[THE PROBLEM]:
What follows is a set of records. Repeat every one of them exactly.

[DATA]:
+ + + + + + +

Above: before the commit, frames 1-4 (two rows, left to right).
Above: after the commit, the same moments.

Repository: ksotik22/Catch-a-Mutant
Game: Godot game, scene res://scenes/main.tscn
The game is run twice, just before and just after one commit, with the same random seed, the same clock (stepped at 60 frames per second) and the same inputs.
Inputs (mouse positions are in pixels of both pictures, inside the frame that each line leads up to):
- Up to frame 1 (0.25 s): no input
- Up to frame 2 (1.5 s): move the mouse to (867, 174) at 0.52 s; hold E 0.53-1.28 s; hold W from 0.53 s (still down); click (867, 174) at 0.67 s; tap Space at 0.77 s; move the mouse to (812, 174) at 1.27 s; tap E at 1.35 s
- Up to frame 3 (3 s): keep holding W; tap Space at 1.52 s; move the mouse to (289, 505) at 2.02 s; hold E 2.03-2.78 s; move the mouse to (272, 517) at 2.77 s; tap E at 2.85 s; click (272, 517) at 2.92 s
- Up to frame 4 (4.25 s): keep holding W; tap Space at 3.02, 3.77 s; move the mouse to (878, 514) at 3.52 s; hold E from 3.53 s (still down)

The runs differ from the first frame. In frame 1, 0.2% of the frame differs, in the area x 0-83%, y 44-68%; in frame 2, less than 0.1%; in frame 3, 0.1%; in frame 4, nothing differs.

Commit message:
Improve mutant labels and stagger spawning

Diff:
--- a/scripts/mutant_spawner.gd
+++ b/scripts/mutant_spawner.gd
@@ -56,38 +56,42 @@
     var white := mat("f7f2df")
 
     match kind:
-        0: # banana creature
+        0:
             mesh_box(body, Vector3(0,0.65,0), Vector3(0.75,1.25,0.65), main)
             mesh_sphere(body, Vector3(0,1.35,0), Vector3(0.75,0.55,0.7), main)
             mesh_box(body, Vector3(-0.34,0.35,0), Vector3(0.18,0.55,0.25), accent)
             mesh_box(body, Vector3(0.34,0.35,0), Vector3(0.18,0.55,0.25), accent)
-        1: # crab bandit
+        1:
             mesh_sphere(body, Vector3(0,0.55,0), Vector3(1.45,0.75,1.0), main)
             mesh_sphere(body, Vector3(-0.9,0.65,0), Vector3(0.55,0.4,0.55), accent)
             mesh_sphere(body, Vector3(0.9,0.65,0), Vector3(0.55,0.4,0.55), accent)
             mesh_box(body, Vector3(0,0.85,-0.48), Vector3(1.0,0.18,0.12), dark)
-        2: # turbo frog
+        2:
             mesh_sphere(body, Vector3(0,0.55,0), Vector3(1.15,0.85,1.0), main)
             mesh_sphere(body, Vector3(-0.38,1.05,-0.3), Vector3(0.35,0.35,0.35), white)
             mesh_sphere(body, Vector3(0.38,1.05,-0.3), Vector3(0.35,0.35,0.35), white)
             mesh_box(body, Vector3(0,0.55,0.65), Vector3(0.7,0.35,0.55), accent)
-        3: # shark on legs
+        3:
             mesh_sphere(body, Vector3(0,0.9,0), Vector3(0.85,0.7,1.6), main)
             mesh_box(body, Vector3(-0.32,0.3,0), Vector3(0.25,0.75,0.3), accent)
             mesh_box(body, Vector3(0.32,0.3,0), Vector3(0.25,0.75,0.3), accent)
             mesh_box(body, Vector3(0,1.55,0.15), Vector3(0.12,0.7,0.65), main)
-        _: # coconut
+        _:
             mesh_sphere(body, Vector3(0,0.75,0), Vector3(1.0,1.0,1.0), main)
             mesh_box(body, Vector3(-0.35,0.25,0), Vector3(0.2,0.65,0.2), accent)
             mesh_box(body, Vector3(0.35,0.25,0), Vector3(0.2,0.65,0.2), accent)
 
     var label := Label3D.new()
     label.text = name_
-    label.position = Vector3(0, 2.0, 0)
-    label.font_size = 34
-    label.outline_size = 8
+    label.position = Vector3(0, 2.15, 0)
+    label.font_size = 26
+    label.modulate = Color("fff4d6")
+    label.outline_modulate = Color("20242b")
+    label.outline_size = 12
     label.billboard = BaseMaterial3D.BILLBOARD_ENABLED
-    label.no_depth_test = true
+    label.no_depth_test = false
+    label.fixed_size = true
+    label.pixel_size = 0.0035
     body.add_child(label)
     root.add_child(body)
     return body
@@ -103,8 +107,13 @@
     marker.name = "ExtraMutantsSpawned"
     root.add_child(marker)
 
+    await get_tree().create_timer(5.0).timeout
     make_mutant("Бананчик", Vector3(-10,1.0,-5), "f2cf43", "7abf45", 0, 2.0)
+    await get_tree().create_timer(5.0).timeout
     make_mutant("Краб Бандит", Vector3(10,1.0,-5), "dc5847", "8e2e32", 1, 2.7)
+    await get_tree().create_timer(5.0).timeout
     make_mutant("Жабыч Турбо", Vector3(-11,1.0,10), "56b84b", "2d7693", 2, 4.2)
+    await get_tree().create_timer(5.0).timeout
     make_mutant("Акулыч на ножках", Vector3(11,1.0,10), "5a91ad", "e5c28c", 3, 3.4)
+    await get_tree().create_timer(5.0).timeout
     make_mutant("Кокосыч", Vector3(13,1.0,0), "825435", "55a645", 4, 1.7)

+ + + + + + +

[ANSWER TO THIS PROBLEM]:
Above: before the commit, frames 1-4 (two rows, left to right).
Above: after the commit, the same moments.

Repository: ksotik22/Catch-a-Mutant
Game: Godot game, scene res://scenes/main.tscn
The game is run twice, just before and just after one commit, with the same random seed, the same clock (stepped at 60 frames per second) and the same inputs.
Inputs (mouse positions are in pixels of both pictures, inside the frame that each line leads up to):
- Up to frame 1 (0.25 s): no input
- Up to frame 2 (1.5 s): move the mouse to (867, 174) at 0.52 s; hold E 0.53-1.28 s; hold W from 0.53 s (still down); click (867, 174) at 0.67 s; tap Space at 0.77 s; move the mouse to (812, 174) at 1.27 s; tap E at 1.35 s
- Up to frame 3 (3 s): keep holding W; tap Space at 1.52 s; move the mouse to (289, 505) at 2.02 s; hold E 2.03-2.78 s; move the mouse to (272, 517) at 2.77 s; tap E at 2.85 s; click (272, 517) at 2.92 s
- Up to frame 4 (4.25 s): keep holding W; tap Space at 3.02, 3.77 s; move the mouse to (878, 514) at 3.52 s; hold E from 3.53 s (still down)

The runs differ from the first frame. In frame 1, 0.2% of the frame differs, in the area x 0-83%, y 44-68%; in frame 2, less than 0.1%; in frame 3, 0.1%; in frame 4, nothing differs.

Commit message:
Improve mutant labels and stagger spawning

Diff:
--- a/scripts/mutant_spawner.gd
+++ b/scripts/mutant_spawner.gd
@@ -56,38 +56,42 @@
     var white := mat("f7f2df")
 
     match kind:
-        0: # banana creature
+        0:
             mesh_box(body, Vector3(0,0.65,0), Vector3(0.75,1.25,0.65), main)
             mesh_sphere(body, Vector3(0,1.35,0), Vector3(0.75,0.55,0.7), main)
             mesh_box(body, Vector3(-0.34,0.35,0), Vector3(0.18,0.55,0.25), accent)
             mesh_box(body, Vector3(0.34,0.35,0), Vector3(0.18,0.55,0.25), accent)
-        1: # crab bandit
+        1:
             mesh_sphere(body, Vector3(0,0.55,0), Vector3(1.45,0.75,1.0), main)
             mesh_sphere(body, Vector3(-0.9,0.65,0), Vector3(0.55,0.4,0.55), accent)
             mesh_sphere(body, Vector3(0.9,0.65,0), Vector3(0.55,0.4,0.55), accent)
             mesh_box(body, Vector3(0,0.85,-0.48), Vector3(1.0,0.18,0.12), dark)
-        2: # turbo frog
+        2:
             mesh_sphere(body, Vector3(0,0.55,0), Vector3(1.15,0.85,1.0), main)
             mesh_sphere(body, Vector3(-0.38,1.05,-0.3), Vector3(0.35,0.35,0.35), white)
             mesh_sphere(body, Vector3(0.38,1.05,-0.3), Vector3(0.35,0.35,0.35), white)
             mesh_box(body, Vector3(0,0.55,0.65), Vector3(0.7,0.35,0.55), accent)
-        3: # shark on legs
+        3:
             mesh_sphere(body, Vector3(0,0.9,0), Vector3(0.85,0.7,1.6), main)
             mesh_box(body, Vector3(-0.32,0.3,0), Vector3(0.25,0.75,0.3), accent)
             mesh_box(body, Vector3(0.32,0.3,0), Vector3(0.25,0.75,0.3), accent)
             mesh_box(body, Vector3(0,1.55,0.15), Vector3(0.12,0.7,0.65), main)
-        _: # coconut
+        _:
             mesh_sphere(body, Vector3(0,0.75,0), Vector3(1.0,1.0,1.0), main)
             mesh_box(body, Vector3(-0.35,0.25,0), Vector3(0.2,0.65,0.2), accent)
             mesh_box(body, Vector3(0.35,0.25,0), Vector3(0.2,0.65,0.2), accent)
 
     var label := Label3D.new()
     label.text = name_
-    label.position = Vector3(0, 2.0, 0)
-    label.font_size = 34
-    label.outline_size = 8
+    label.position = Vector3(0, 2.15, 0)
+    label.font_size = 26
+    label.modulate = Color("fff4d6")
+    label.outline_modulate = Color("20242b")
+    label.outline_size = 12
     label.billboard = BaseMaterial3D.BILLBOARD_ENABLED
-    label.no_depth_test = true
+    label.no_depth_test = false
+    label.fixed_size = true
+    label.pixel_size = 0.0035
     body.add_child(label)
     root.add_child(body)
     return body
@@ -103,8 +107,13 @@
     marker.name = "ExtraMutantsSpawned"
     root.add_child(marker)
 
+    await get_tree().create_timer(5.0).timeout
     make_mutant("Бананчик", Vector3(-10,1.0,-5), "f2cf43", "7abf45", 0, 2.0)
+    await get_tree().create_timer(5.0).timeout
     make_mutant("Краб Бандит", Vector3(10,1.0,-5), "dc5847", "8e2e32", 1, 2.7)
+    await get_tree().create_timer(5.0).timeout
     make_mutant("Жабыч Турбо", Vector3(-11,1.0,10), "56b84b", "2d7693", 2, 4.2)
+    await get_tree().create_timer(5.0).timeout
     make_mutant("Акулыч на ножках", Vector3(11,1.0,10), "5a91ad", "e5c28c", 3, 3.4)
+    await get_tree().create_timer(5.0).timeout
     make_mutant("Кокосыч", Vector3(13,1.0,0), "825435", "55a645", 4, 1.7)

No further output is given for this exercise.